The performance of LB allowed to expand the therapeutic weapons available to treat six patients (1/3) of the sample. As they presented with a RASwt mutational status, the possibility of administering anti-EGFR therapy was opened. Of the six patients in this subgroup, three started systemic chemotherapy together with anti-EGFR. In the remaining patients, the possibility of using this class of drugs was admitted after disease progression.

The study presented here, presents a very small sample of patients. This fact is due to the relatively recent introduction of LB in clinical practice. Not being able to draw significant conclusions, namely with regard to survival data, this study provides evidence of the clinical applicability in the real world of LB which, in the evolutionary course of mCRC, may open therapeutic windows with valid clinical repercussions for patients.

Conclusions

LB have been the subject of considerable scientific interest in recent years.
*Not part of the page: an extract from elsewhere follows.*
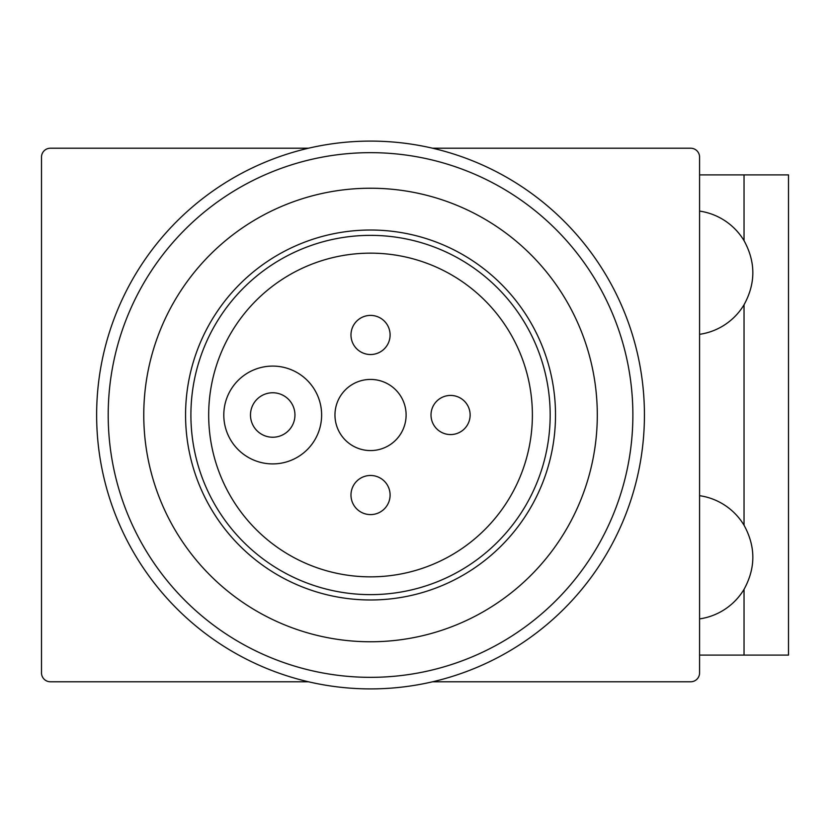 <?xml version="1.0" encoding="UTF-8"?>
<svg xmlns="http://www.w3.org/2000/svg" width="830" height="830" viewBox="0 0 830 830"><rect width="100%" height="100%" fill="white"/><g stroke="black" fill="none" stroke-linecap="round" stroke-linejoin="round"><path stroke-width="1.25" d="M272.717 463.908A48.908 48.908 0 0 1 223.799 415A48.908 48.908 0 0 1 272.717 366.092A48.908 48.908 0 0 1 321.625 415A48.908 48.908 0 0 1 272.717 463.908M272.717 392.766A22.234 22.234 0 0 0 250.484 415A22.234 22.234 0 0 0 272.717 437.234A22.234 22.234 0 0 0 294.951 415A22.234 22.234 0 0 0 272.717 392.766M370.533 475.476A19.567 19.567 0 0 0 350.976 495.033A19.567 19.567 0 0 0 370.533 514.6A19.567 19.567 0 0 0 390.1 495.033A19.567 19.567 0 0 0 370.533 475.476M370.533 315.4A19.567 19.567 0 0 0 350.976 334.967A19.567 19.567 0 0 0 370.533 354.524A19.567 19.567 0 0 0 390.1 334.967A19.567 19.567 0 0 0 370.533 315.4M450.576 395.433A19.567 19.567 0 0 0 431.009 415A19.567 19.567 0 0 0 450.576 434.567A19.567 19.567 0 0 0 470.133 415A19.567 19.567 0 0 0 450.576 395.433M370.533 379.424A35.576 35.576 0 0 0 334.967 415A35.576 35.576 0 0 0 370.533 450.576A35.576 35.576 0 0 0 406.109 415A35.576 35.576 0 0 0 370.533 379.424M370.533 235.367A179.633 179.633 0 0 1 550.176 415A179.633 179.633 0 0 1 370.533 594.633A179.633 179.633 0 0 1 190.9 415A179.633 179.633 0 0 1 370.533 235.367A179.633 179.633 0 0 0 190.9 415A179.633 179.633 0 0 0 370.533 594.633M308.511 148.217L50.391 148.217A8.891 8.891 0 0 0 41.5 157.109L41.5 672.891A8.891 8.891 0 0 0 50.391 681.783L308.511 681.783M690.674 148.217L432.555 148.217L690.674 148.217A8.891 8.891 0 0 1 699.576 157.109L699.576 201.576M690.674 681.783L432.555 681.783L690.674 681.783A8.891 8.891 0 0 0 699.576 672.891L699.576 157.109M370.533 688.9A273.9 273.9 0 0 0 644.433 415A273.9 273.9 0 0 0 370.533 141.1A273.9 273.9 0 0 0 96.633 415A273.9 273.9 0 0 0 370.533 688.9M370.533 152.658A262.342 262.342 0 0 1 632.875 415A262.342 262.342 0 0 1 370.533 677.342A262.342 262.342 0 0 1 108.201 415A262.342 262.342 0 0 1 370.533 152.658A262.342 262.342 0 0 0 108.201 415A262.342 262.342 0 0 0 370.533 677.342M370.533 230.024A184.976 184.976 0 0 0 185.567 415A184.976 184.976 0 0 0 370.533 599.976A184.976 184.976 0 0 0 555.509 415A184.976 184.976 0 0 0 370.533 230.024M699.576 628.424L699.576 672.891M699.576 495.676A62.25 62.25 0 0 1 744.033 525.224C755.767 546.597 755.767 567.969 744.033 589.352L744.033 655.109L788.5 655.109L788.5 174.891L699.576 174.891M744.033 525.224L744.033 304.776C755.767 283.404 755.767 262.031 744.033 240.648L744.033 174.891M744.033 240.648A62.25 62.25 0 0 0 699.576 211.1M744.033 589.352A62.25 62.25 0 0 1 699.576 618.9M744.033 655.109L699.576 655.109M699.576 334.324A62.25 62.25 0 0 0 744.033 304.776M370.533 576.85A161.85 161.85 0 0 0 532.383 415A161.85 161.85 0 0 0 370.533 253.15A161.85 161.85 0 0 0 208.683 415A161.85 161.85 0 0 0 370.533 576.85M370.533 641.766A226.766 226.766 0 0 0 597.299 415A226.766 226.766 0 0 0 370.533 188.234A226.766 226.766 0 0 0 143.766 415A226.766 226.766 0 0 0 370.533 641.766"/></g></svg>

Its use can provide a more harmless way to access information about tumor genetic characteristics. Being less invasive and cost effective, it can be used more frequently than biopsies in solid pieces, leading to its possible implementation in interim evaluations and after disease progression. It is known that the amount of circulating DNA may be related to the tumor burden and be a possible marker of response to instituted therapies. The fact that it allows the analysis of a potential continuum of genetic alterations throughout the course of the disease may contribute to the optimization of personalized and individualized therapeutic sequencing of patients with mCRC.